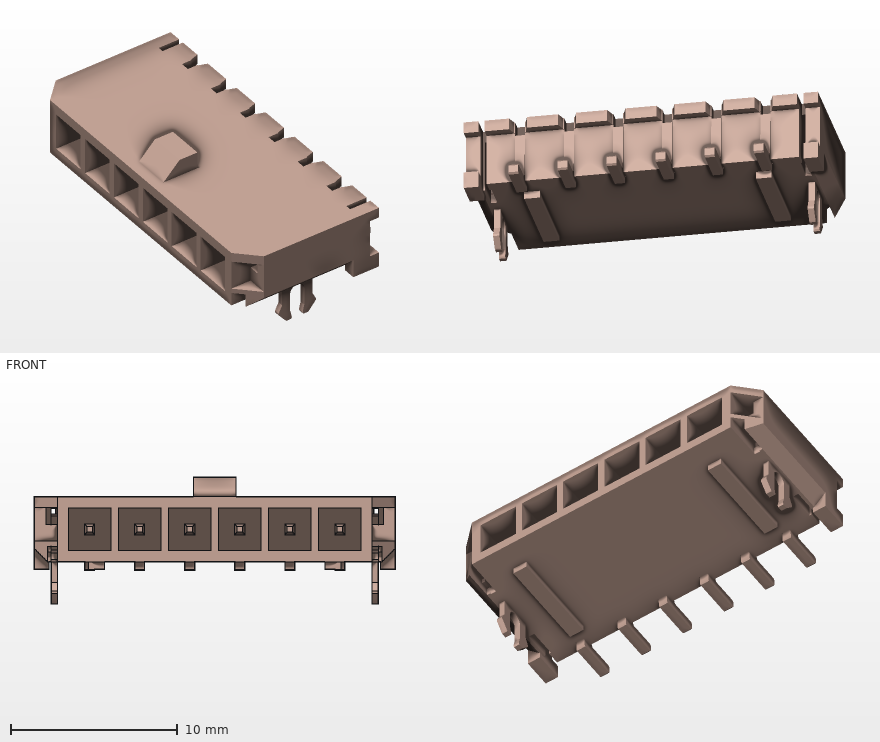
import cadquery as cq


width = 21.65
depth = 9.85
height = 3.92
corner_cut = 1.4
rear_wall_y = 9.2
lip_bottom_z = 3.2

pin_count = 6
pitch = 3.0
pin_z = 1.95
cavity_size = 2.55
cavity_depth = 6.93

ear_pocket_bottom_z = 1.25
ear_pocket_top_z = 3.27
window_bottom_z = 2.23
window_margin = 0.7
ear_bevel = 0.8
foot_width = 0.89
foot_front_y = 7.97
foot_top_z = 0.58
standoff_z = -0.45
rear_slot_width = 0.4
rear_slot_front_y = 8.35
entry_top_z = 0.93
entry_step_y = 1.95
entry_step_z = 0.58

rail_width = 0.95
rail_inset = 3.27
rail_front_y = 1.69
rail_rear_y = 7.69

latch_width = 2.55
latch_height = 1.17
latch_front_y = 0.78
latch_rear_y = 3.27
latch_fillet = 0.25

pin_width = 0.6
pin_thickness = 0.65
pin_tip_size = 0.32
pin_taper = 0.55
pin_tip_y = 2.6
pin_end_y = 11.35
leg_top_z = 3.0
leg_front_y = 8.64
leg_lean = 0.06
leg_bend_reach = 0.2
leg_bend_height = 0.74
leg_bend_radius = 1.3
heel_chamfer = 0.06
tail_bottom_z = -0.52
tail_end_chamfer = 0.1
leg_slot_front_y = 8.55
notch_mouth_width = 1.1
notch_inner_width = 0.71
notch_inner_y = 9.27

clip_thickness = 0.4
clip_center_y = 4.57
clip_top_z = 2.88
clip_top_chamfer = 0.13
clip_plate_half = 1.95
clip_shoulder_half = 2.08
shoulder_ramp_top_z = 0.71
shoulder_top_z = 0.52
shoulder_chamfer_z = 0.13
shoulder_chamfer_width = 0.06
clip_leg_half = 1.1
clip_barb_half = 1.36
barb_start_z = -1.23
barb_top_z = -1.75
barb_bottom_z = -1.88
clip_gap_radius = 0.52
clip_gap_center_z = -0.65
clip_bottom_z = -2.53
leg_tip_outer_half = 0.8
leg_tip_inner_half = 0.4
leg_tip_chamfer = 0.06
leg_tip_inner_chamfer_height = 0.1

half_width = width / 2
ear_inner_x = half_width - corner_cut
clip_front_y = clip_center_y - clip_shoulder_half
pin_positions = [(i - (pin_count - 1) / 2) * pitch for i in range(pin_count)]


def block(x_range, y_range, z_range):
    """Box given by its two limits on each axis."""
    (x0, x1), (y0, y1), (z0, z1) = x_range, y_range, z_range
    return cq.Workplane("XY").box(x1 - x0, y1 - y0, z1 - z0, centered=False).translate((x0, y0, z0))


def both_sides(shape):
    """The shape on the +X side together with its mirror image on the -X side."""
    return shape.union(shape.mirror("YZ"))


def make_shell():
    """Outer block with cut front corners, bevelled lower edges, feet and the rear recess."""
    shell = block((-half_width, half_width), (0, depth), (0, height)).edges("|Z and <Y").chamfer(corner_cut)
    bevel = (
        cq.Workplane("XZ")
        .polyline([(half_width, ear_bevel), (half_width, 0), (half_width - ear_bevel, 0)])
        .close()
        .extrude(-foot_front_y)
    )
    recess = block((-half_width, half_width), (rear_wall_y, depth), (0, lip_bottom_z))
    foot = block((half_width - foot_width, half_width), (foot_front_y, depth), (standoff_z, foot_top_z))
    return shell.cut(both_sides(bevel)).cut(recess).union(both_sides(foot))


def make_rails():
    """Two rails under the outer cavities."""
    rail_outer_x = half_width - rail_inset
    rail = block((rail_outer_x - rail_width, rail_outer_x), (rail_front_y, rail_rear_y), (standoff_z, 0))
    return both_sides(rail)


def make_latch():
    """Latch ramp on the roof, with a fillet at the foot of its rear face."""
    top_z = height + latch_height
    return (
        cq.Workplane("YZ")
        .moveTo(latch_front_y, height)
        .lineTo(latch_front_y + latch_height, top_z)
        .lineTo(latch_rear_y, top_z)
        .lineTo(latch_rear_y, height + latch_fillet)
        .radiusArc((latch_rear_y + latch_fillet, height), -latch_fillet)
        .close()
        .extrude(latch_width / 2, both=True)
    )


def make_ear_openings():
    """Corner pocket, window, clip cavity, rear slot and lower entry of both ears."""
    pocket_z = (ear_pocket_bottom_z, ear_pocket_top_z)
    pocket = block((ear_inner_x, half_width), (0, corner_cut), pocket_z)
    window = block(
        (ear_inner_x, half_width - window_margin), (0, clip_front_y), (window_bottom_z, ear_pocket_top_z)
    )
    clip_x = (ear_inner_x, ear_inner_x + clip_thickness)
    clip_cavity = block(clip_x, (clip_front_y, rear_slot_front_y), (0, lip_bottom_z))
    cavity_mouth = block(clip_x, (entry_step_y, clip_front_y), (0, entry_top_z))
    slot_outer_x = half_width - foot_width
    rear_slot = block((slot_outer_x - rear_slot_width, slot_outer_x), (rear_slot_front_y, depth), (0, height))
    entry_x = (ear_inner_x, half_width - ear_bevel)
    entry = block(entry_x, (0, entry_step_y), (0, entry_top_z))
    entry_step = block(entry_x, (entry_step_y, clip_front_y), (0, entry_step_z))
    openings = pocket
    for opening in (window, clip_cavity, cavity_mouth, rear_slot, entry, entry_step):
        openings = openings.union(opening)
    return both_sides(openings)


def make_pin_openings(x):
    """Mating cavity, shaft hole, leg slot and flared lip notch for the pin at x."""
    half_cavity = cavity_size / 2
    half_pin = pin_width / 2
    half_shaft = pin_thickness / 2
    cavity = block((-half_cavity, half_cavity), (0, cavity_depth), (pin_z - half_cavity, pin_z + half_cavity))
    shaft_hole = block(
        (-half_pin, half_pin), (cavity_depth, leg_slot_front_y), (pin_z - half_shaft, pin_z + half_shaft)
    )
    leg_slot = block((-half_pin, half_pin), (leg_slot_front_y, depth), (0, height))
    notch = (
        cq.Workplane("XY")
        .polyline([
            (-notch_inner_width / 2, notch_inner_y),
            (notch_inner_width / 2, notch_inner_y),
            (notch_mouth_width / 2, depth),
            (-notch_mouth_width / 2, depth),
        ])
        .close()
        .extrude(height)
    )
    return cavity.union(shaft_hole).union(leg_slot).union(notch).translate((x, 0, 0))


def make_housing():
    """Shell with rails and latch, opened for the clips and for every pin."""
    housing = make_shell().union(make_rails()).union(make_latch()).cut(make_ear_openings())
    for x in pin_positions:
        housing = housing.cut(make_pin_openings(x))
    return housing


def make_pin(x):
    """Square pin: tapered tip, straight shaft, leaning leg and solder tail."""
    shaft_start_y = pin_tip_y + pin_taper
    tip = (
        cq.Workplane("XZ", origin=(0, pin_tip_y, pin_z))
        .rect(pin_tip_size, pin_tip_size)
        .workplane(offset=-pin_taper)
        .rect(pin_width, pin_thickness)
        .loft()
    )
    shaft_half = pin_thickness / 2
    shaft = block(
        (-pin_width / 2, pin_width / 2),
        (shaft_start_y, leg_front_y + pin_thickness / 2),
        (pin_z - shaft_half, pin_z + shaft_half),
    )
    tail_top_z = tail_bottom_z + pin_thickness
    leg_rear_y = leg_front_y + pin_thickness
    heel_y = leg_front_y + leg_lean
    bend_y = leg_rear_y + leg_lean
    leg_and_tail = (
        cq.Workplane("YZ")
        .moveTo(leg_front_y, leg_top_z)
        .lineTo(leg_rear_y, leg_top_z)
        .lineTo(bend_y, tail_top_z + leg_bend_height)
        .radiusArc((bend_y + leg_bend_reach, tail_top_z), -leg_bend_radius)
        .lineTo(pin_end_y - tail_end_chamfer, tail_top_z)
        .lineTo(pin_end_y, tail_top_z - tail_end_chamfer)
        .lineTo(pin_end_y, tail_bottom_z + tail_end_chamfer)
        .lineTo(pin_end_y - tail_end_chamfer, tail_bottom_z)
        .lineTo(heel_y + heel_chamfer, tail_bottom_z)
        .lineTo(heel_y, tail_bottom_z + heel_chamfer)
        .close()
        .extrude(pin_width / 2, both=True)
    )
    return tip.union(shaft).union(leg_and_tail).translate((x, 0, 0))


def make_clip(x):
    """Flat clip from x to x + clip_thickness: a plate with shoulders and two barbed legs around a round gap."""
    half_outline = [
        (clip_plate_half - clip_top_chamfer, clip_top_z),
        (clip_plate_half, clip_top_z - clip_top_chamfer),
        (clip_plate_half, shoulder_ramp_top_z),
        (clip_shoulder_half, shoulder_top_z),
        (clip_shoulder_half, shoulder_chamfer_z),
        (clip_shoulder_half - shoulder_chamfer_width, 0),
        (clip_leg_half, 0),
        (clip_leg_half, barb_start_z),
        (clip_barb_half, barb_top_z),
        (clip_barb_half, barb_bottom_z),
        (leg_tip_outer_half + leg_tip_chamfer, clip_bottom_z + leg_tip_chamfer),
        (leg_tip_outer_half, clip_bottom_z),
        (leg_tip_inner_half + leg_tip_chamfer, clip_bottom_z),
        (leg_tip_inner_half, clip_bottom_z + leg_tip_inner_chamfer_height),
        (clip_gap_radius, barb_bottom_z),
        (clip_gap_radius, clip_gap_center_z),
    ]
    front_half = [(clip_center_y - offset, z) for offset, z in half_outline]
    rear_half = [(clip_center_y + offset, z) for offset, z in reversed(half_outline)]
    gap_top = (clip_center_y, clip_gap_center_z + clip_gap_radius)
    return (
        cq.Workplane("YZ", origin=(x, 0, 0))
        .polyline(front_half)
        .threePointArc(gap_top, rear_half[0])
        .polyline(rear_half, includeCurrent=False)
        .close()
        .extrude(clip_thickness)
    )


housing = make_housing()
pins = [make_pin(x) for x in pin_positions]
clips = [make_clip(x) for x in (ear_inner_x, -ear_inner_x - clip_thickness)]

result = cq.Compound.makeCompound([
    housing.val(),
    *[pin.val() for pin in pins],
    *[clip.val() for clip in clips],
])

━━━━━━

= PROBLEM DESCRIPTION =
Verbatim transcription needed, from the opening line of the entries above through the line containing "clip_top_chamfer = 0.13"; pictures do not belong in it.

= OUTPUT BELOW =
import cadquery as cq


width = 21.65
depth = 9.85
height = 3.92
corner_cut = 1.4
rear_wall_y = 9.2
lip_bottom_z = 3.2

pin_count = 6
pitch = 3.0
pin_z = 1.95
cavity_size = 2.55
cavity_depth = 6.93

ear_pocket_bottom_z = 1.25
ear_pocket_top_z = 3.27
window_bottom_z = 2.23
window_margin = 0.7
ear_bevel = 0.8
foot_width = 0.89
foot_front_y = 7.97
foot_top_z = 0.58
standoff_z = -0.45
rear_slot_width = 0.4
rear_slot_front_y = 8.35
entry_top_z = 0.93
entry_step_y = 1.95
entry_step_z = 0.58

rail_width = 0.95
rail_inset = 3.27
rail_front_y = 1.69
rail_rear_y = 7.69

latch_width = 2.55
latch_height = 1.17
latch_front_y = 0.78
latch_rear_y = 3.27
latch_fillet = 0.25

pin_width = 0.6
pin_thickness = 0.65
pin_tip_size = 0.32
pin_taper = 0.55
pin_tip_y = 2.6
pin_end_y = 11.35
leg_top_z = 3.0
leg_front_y = 8.64
leg_lean = 0.06
leg_bend_reach = 0.2
leg_bend_height = 0.74
leg_bend_radius = 1.3
heel_chamfer = 0.06
tail_bottom_z = -0.52
tail_end_chamfer = 0.1
leg_slot_front_y = 8.55
notch_mouth_width = 1.1
notch_inner_width = 0.71
notch_inner_y = 9.27

clip_thickness = 0.4
clip_center_y = 4.57
clip_top_z = 2.88
clip_top_chamfer = 0.13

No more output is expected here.